***** MATERIAL PROVIDED

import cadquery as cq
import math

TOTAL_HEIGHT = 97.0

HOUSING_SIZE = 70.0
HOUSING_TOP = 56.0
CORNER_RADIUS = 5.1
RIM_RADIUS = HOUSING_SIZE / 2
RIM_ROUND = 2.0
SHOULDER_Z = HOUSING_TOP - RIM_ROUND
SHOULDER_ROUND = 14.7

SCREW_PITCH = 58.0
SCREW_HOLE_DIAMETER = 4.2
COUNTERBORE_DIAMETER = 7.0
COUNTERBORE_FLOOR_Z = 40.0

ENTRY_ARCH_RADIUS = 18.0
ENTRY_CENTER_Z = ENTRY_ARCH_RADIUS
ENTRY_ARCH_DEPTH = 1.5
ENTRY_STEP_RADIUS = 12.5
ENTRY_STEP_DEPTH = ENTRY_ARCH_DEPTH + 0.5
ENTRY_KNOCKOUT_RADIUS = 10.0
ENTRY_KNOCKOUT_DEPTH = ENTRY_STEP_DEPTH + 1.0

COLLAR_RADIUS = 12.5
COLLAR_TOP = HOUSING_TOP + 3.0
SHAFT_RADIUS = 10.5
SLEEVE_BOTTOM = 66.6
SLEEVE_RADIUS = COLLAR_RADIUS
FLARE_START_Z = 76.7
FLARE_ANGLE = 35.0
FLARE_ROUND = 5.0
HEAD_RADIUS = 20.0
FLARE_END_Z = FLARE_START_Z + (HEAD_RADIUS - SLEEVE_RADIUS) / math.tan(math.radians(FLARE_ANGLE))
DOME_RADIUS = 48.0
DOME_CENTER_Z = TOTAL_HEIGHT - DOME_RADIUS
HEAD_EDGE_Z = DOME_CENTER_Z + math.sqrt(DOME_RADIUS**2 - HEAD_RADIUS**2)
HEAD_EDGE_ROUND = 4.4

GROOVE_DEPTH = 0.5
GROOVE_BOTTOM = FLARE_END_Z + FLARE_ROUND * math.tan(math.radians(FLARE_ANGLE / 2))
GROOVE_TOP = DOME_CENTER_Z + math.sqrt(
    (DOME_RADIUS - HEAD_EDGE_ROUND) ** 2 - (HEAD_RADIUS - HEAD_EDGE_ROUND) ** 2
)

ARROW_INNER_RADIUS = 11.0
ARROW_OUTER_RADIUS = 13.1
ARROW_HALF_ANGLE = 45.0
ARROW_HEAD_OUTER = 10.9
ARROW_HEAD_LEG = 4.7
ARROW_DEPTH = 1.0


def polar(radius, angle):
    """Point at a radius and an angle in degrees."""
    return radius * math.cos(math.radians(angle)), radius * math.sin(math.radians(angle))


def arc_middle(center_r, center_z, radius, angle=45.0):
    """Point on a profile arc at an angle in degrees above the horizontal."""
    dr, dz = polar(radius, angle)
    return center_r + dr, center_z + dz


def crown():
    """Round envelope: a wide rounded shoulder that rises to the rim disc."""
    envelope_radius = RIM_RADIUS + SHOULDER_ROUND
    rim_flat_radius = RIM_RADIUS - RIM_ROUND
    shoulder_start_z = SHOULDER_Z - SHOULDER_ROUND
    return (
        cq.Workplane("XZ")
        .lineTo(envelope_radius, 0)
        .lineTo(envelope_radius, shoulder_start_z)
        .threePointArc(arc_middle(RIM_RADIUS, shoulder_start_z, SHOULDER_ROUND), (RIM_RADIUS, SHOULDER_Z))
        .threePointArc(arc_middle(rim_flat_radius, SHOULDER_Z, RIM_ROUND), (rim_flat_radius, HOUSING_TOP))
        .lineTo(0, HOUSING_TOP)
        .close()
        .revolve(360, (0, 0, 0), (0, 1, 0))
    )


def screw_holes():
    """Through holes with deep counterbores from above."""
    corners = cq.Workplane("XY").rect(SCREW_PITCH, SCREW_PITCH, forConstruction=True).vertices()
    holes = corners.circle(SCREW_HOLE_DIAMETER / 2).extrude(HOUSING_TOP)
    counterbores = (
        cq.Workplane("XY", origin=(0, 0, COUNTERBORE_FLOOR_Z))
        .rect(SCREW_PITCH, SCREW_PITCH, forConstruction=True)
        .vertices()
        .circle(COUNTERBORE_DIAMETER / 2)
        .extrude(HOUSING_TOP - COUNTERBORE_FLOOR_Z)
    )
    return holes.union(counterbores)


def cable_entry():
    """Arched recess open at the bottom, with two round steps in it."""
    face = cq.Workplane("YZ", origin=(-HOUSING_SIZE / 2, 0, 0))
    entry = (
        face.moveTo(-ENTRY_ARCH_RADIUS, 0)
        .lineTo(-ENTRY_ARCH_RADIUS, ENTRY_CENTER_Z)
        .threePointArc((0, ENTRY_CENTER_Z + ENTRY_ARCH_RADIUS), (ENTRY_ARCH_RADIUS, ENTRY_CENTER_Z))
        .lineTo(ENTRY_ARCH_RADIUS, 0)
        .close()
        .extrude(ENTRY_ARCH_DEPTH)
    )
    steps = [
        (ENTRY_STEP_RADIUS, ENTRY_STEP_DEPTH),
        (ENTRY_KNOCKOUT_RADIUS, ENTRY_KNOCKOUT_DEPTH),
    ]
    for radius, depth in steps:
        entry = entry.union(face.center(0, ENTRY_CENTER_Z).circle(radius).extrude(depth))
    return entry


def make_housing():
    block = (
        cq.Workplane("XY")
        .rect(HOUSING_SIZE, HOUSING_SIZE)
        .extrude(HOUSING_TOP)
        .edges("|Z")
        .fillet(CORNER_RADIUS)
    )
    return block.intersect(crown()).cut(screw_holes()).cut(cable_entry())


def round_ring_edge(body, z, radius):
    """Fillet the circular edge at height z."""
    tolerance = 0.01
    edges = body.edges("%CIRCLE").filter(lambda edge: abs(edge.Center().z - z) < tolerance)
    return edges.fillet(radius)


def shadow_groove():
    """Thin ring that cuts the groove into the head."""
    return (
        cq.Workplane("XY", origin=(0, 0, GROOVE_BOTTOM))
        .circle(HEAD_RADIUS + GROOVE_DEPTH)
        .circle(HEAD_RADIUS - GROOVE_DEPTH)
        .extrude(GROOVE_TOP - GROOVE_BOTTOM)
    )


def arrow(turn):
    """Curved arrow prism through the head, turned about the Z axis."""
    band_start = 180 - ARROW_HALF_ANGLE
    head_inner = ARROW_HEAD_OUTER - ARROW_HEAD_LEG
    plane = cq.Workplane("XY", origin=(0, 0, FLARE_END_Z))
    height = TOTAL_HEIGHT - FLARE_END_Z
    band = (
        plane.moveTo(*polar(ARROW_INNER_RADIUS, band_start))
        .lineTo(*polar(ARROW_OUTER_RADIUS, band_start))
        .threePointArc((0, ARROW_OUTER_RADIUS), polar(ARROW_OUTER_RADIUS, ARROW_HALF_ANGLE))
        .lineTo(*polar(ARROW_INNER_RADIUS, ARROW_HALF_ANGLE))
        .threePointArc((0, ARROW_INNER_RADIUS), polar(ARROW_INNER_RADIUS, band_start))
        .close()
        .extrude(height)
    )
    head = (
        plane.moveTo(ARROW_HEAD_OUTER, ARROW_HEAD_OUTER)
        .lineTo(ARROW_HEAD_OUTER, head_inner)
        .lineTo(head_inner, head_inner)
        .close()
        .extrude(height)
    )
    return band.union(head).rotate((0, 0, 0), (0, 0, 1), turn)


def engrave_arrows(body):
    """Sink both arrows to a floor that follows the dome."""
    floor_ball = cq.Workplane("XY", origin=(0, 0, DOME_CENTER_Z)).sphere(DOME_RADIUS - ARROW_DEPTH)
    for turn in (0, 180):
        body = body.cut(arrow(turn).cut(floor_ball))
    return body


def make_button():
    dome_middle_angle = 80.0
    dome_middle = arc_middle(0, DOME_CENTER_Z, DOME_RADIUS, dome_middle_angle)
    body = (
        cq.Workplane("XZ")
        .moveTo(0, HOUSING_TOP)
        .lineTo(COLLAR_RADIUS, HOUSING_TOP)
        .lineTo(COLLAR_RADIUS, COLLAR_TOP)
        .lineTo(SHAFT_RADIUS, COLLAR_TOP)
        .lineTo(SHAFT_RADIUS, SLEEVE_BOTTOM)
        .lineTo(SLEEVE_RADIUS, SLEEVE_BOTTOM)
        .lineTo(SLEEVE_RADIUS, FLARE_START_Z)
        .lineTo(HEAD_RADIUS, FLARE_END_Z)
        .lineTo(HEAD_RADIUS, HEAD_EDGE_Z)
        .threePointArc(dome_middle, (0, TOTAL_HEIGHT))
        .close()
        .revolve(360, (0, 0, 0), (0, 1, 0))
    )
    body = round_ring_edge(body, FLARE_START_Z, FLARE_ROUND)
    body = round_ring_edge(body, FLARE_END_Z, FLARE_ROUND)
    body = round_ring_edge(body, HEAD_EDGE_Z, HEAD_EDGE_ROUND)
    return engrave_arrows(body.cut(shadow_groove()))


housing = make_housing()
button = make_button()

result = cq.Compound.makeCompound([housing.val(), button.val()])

**********
***** MATERIAL PROVIDED

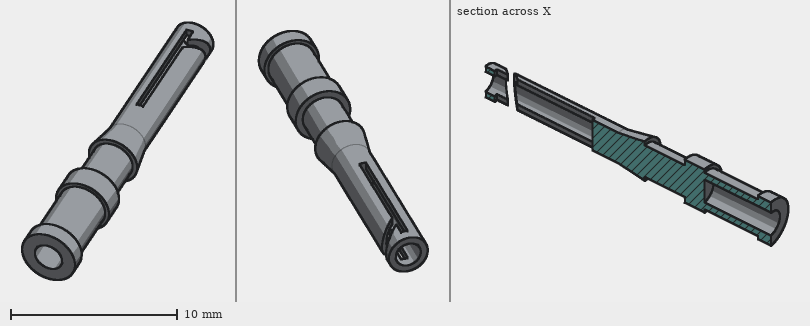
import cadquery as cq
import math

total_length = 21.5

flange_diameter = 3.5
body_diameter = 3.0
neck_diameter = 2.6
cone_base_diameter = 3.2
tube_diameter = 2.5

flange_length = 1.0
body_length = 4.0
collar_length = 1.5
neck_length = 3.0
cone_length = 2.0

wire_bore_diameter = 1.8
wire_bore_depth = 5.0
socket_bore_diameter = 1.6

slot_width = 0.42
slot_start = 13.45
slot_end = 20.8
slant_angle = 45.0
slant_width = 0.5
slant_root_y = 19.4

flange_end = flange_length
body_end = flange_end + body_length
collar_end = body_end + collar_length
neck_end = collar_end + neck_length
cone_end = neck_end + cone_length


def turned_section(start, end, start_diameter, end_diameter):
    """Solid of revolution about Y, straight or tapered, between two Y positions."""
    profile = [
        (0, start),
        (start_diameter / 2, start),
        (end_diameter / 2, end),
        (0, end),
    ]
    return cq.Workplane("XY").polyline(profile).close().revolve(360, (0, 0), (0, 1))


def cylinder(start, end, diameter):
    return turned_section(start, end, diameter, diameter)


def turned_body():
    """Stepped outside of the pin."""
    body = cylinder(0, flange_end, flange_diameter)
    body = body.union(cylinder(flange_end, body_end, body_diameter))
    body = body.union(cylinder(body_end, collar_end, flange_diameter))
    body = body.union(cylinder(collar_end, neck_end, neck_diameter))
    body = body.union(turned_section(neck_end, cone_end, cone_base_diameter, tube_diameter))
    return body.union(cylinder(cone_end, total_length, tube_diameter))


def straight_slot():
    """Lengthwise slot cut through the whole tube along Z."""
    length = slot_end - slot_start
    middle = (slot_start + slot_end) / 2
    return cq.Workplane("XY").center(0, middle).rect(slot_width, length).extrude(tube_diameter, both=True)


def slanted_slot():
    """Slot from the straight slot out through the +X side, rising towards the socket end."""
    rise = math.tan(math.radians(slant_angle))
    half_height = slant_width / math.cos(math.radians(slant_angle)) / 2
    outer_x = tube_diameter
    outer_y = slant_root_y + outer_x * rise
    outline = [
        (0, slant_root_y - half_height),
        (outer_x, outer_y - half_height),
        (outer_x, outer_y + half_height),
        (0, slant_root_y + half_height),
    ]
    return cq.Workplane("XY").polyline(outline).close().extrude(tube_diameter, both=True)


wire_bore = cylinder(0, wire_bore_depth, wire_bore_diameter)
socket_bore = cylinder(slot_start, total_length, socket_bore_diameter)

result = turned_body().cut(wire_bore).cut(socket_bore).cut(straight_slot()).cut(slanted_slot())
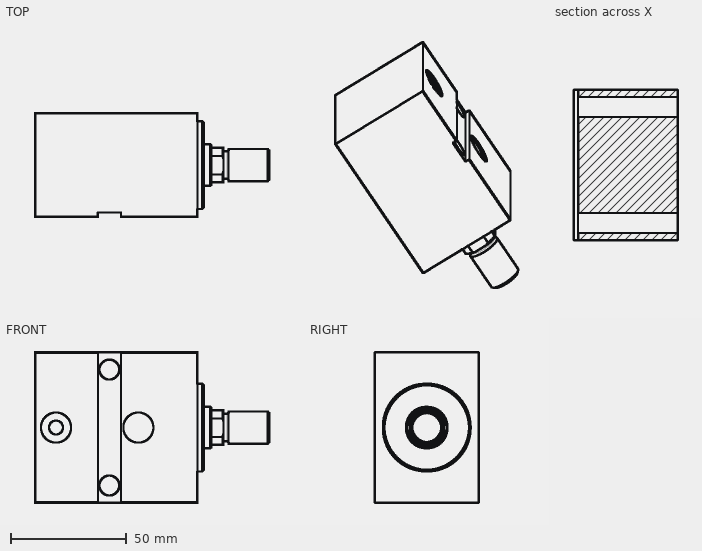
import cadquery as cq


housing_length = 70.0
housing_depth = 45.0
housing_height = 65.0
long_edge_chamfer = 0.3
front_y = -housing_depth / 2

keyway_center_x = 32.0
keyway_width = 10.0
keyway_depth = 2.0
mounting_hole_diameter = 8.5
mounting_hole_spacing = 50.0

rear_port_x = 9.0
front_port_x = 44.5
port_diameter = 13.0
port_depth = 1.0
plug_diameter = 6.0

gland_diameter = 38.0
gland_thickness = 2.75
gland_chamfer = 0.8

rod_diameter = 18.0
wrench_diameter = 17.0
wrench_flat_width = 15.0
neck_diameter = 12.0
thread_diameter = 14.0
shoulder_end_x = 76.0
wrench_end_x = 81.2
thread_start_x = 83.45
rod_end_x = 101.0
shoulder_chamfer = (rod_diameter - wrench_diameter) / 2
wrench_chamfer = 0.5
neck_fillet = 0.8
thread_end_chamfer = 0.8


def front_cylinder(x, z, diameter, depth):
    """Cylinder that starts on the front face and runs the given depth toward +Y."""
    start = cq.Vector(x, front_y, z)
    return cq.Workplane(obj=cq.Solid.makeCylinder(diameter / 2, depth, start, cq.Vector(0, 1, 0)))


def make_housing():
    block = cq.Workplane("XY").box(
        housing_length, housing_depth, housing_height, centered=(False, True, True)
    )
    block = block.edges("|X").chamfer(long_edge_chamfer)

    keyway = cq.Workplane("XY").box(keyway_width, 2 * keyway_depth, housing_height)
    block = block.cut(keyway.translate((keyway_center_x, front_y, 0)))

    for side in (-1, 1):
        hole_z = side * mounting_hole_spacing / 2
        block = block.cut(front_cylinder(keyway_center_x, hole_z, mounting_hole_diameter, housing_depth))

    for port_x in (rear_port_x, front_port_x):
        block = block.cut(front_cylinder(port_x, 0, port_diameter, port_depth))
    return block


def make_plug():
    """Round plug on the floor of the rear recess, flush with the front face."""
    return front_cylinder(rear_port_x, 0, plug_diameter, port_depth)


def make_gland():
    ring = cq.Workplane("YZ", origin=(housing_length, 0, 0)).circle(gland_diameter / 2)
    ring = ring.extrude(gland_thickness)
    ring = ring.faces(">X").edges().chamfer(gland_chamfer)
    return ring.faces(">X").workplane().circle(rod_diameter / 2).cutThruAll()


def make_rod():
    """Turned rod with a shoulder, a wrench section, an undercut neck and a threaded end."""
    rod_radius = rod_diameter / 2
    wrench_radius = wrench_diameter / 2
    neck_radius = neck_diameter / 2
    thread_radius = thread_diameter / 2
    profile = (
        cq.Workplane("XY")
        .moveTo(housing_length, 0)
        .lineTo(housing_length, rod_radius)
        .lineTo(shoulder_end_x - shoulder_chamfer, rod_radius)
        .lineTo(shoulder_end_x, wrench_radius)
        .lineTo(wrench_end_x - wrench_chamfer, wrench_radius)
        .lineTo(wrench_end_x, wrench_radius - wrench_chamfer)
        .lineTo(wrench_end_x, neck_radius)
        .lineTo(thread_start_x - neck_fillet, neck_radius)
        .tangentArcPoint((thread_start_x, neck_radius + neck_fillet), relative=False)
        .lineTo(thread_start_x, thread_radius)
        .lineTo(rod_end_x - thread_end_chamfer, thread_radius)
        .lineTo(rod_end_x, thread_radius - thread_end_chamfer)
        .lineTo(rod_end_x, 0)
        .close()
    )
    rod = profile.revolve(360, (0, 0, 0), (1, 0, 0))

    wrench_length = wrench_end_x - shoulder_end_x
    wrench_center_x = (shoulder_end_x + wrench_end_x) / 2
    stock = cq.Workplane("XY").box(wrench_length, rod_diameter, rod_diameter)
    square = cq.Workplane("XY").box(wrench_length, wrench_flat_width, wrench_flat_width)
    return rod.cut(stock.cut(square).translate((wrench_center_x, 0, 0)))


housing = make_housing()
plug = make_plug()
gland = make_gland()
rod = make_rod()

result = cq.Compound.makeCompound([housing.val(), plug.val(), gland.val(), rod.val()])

**********

### WHAT THE TASK REQUIRES
Copy, from the data above, every line where the word "both" appears.

### TASK RESPONSE
    """Sink both arrows to a floor that follows the dome."""
    return cq.Workplane("XY").center(0, middle).rect(slot_width, length).extrude(tube_diameter, both=True)
    return cq.Workplane("XY").polyline(outline).close().extrude(tube_diameter, both=True)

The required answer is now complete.